- Debasish Basu Chaudhury
The State Bank of India has set up a subsidiary in the private sector in the form of “State Bank of India Operations Support Services Private Limited (SBOSS)” apparently for providing support services and Business Correspondent activities to its branches in rural and semi urban areas. The RBI has extended approval for it. It is rolled out at the moment to services mainly for agriculture, micro, small and medium enterprises, other micro loans, data entry operations among others with a stated intention to expand its activities into other areas in future.
Other PSBs would follow
The Subsidiary is mandated to perform all routine transactions through the staff recruited on contractual basis with the support of private financial technology service providers in 8004 rural and 7201 semi urban branches of the bank. The Subsidiary has reportedly started functioning on 16th August 2022 and the bank intends to make it fully functional by the end of this fiscal. All other PSBs are expected to take on the route of transferring core jobs of branch transactions in due course following the route adopted by SBI.
Circumventing legal restrictions
It is clearly understood that the SBI will privatise its entire gamut of frontline banking operations at the branches in course of time through the subsidiary route exactly the way subsidiaries Axis Finance Ltd for Axis Bank, HDB Financial Services Ltd. for HDFC Bank, Kotak Mahindra Services Ltd for Kotak Mahindra Bank and so on did for the new generation private sector banks. The entire exercise is to circumvent the restrictions imposed by legal and regulatory provisions to deploy the contractual employees by the bank itself to undertake the job of transactions. It is meant to drastically reduce manpower costs by getting the job of branch transactions presently undertaken by permanent employees of the bank and getting the same job undertaken by contractual employees at a very low cost to fetch increasing profits and increase in market value of stocks to become an attractive option for acquisition by large domestic and foreign investors.
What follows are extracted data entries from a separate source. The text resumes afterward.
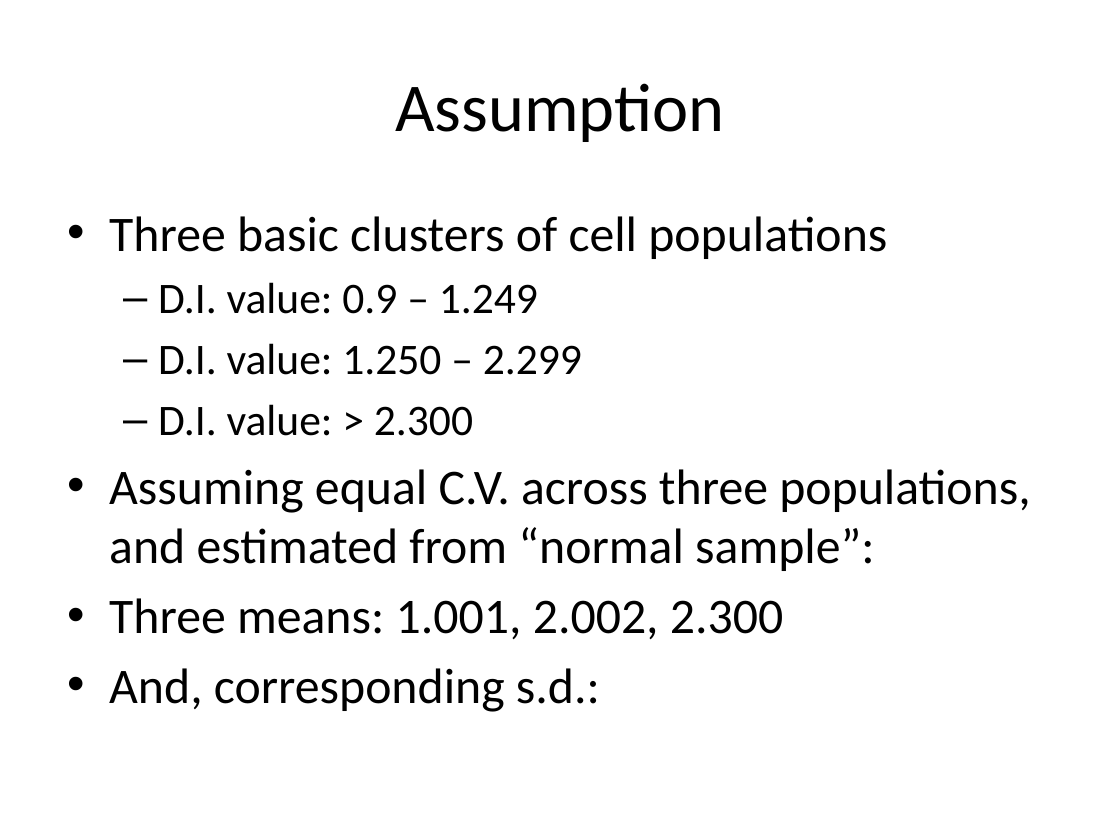
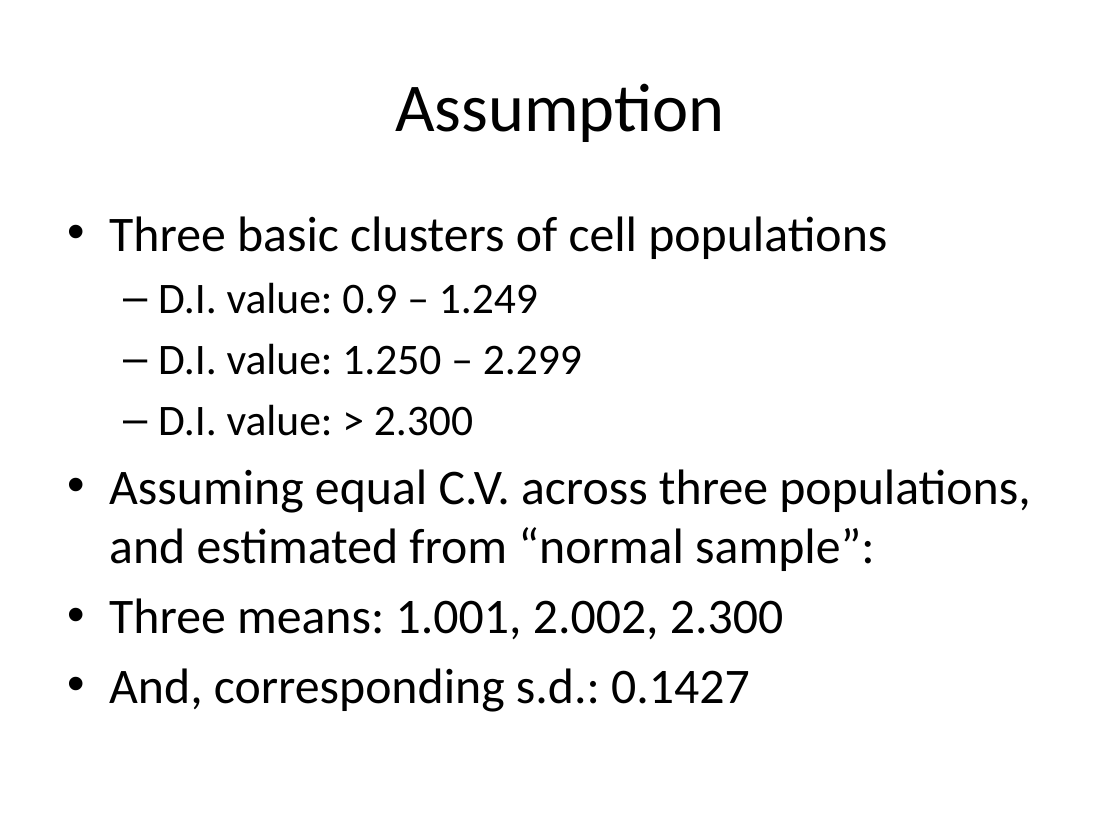
Before and after one commit to 2waybene/mixturemodel, a slide deck: slide 2 of doc/oscc_project_v1.pptx. Drawn at 1120x840 pixels with LibreOffice and Linux fonts; fonts in the diff are those of the drawing. Boxes give left, top, right and bottom in pixels: in the first picture for what was removed or moved away, otherwise in the second. Text is boxed around its words. In the diff, an @@ line names an element or a change of style, - is before the commit and + after.

```diff
--- a/doc/oscc_project_v1.pptx
+++ b/doc/oscc_project_v1.pptx
@@ text at [109,668,750,712]: text changed @@
-• And, corresponding s.d.:
+• And, corresponding s.d.: 0.1427
```
Also in this commit, not shown: 5 slides added, 7 other files.

Consequences will be ruinous for the youth
The consequences will be disastrous for the ordinary banking people. Every banking decisions and transactions are undertaken by bank employees with integrity and reliability more so in the Public Sector Banks where permanent employees, officers including top executives are covered under fidelity and secrecy stipulations and internal vigilance mechanisms including central agencies of CVC and CBI. The safety and security of banking by way of which the ordinary people among themselves have developed unshakable trust with their money in PSBs during the last five decades will give way to cheating and deception of the naive and trusting people. Further the consequences will be ruinous for the aspiring youth of the country who will be deprived of their dreams of decent and secured employment given the reality of prevailing unemployment ravaging the country where qualified engineering and management students largely throng the bank jobs. The consequences no doubt will unsettle and bring uncertainty in the jobs of the bank employees numbering above seven lakhs in the state owned banks of which quite a good number will become redundant by this apparently innocuous looking exercise.
Bank employees have to fight unitedly to defeat this pernicious and unprecedented attack on the employees by this move of backdoor privatisation.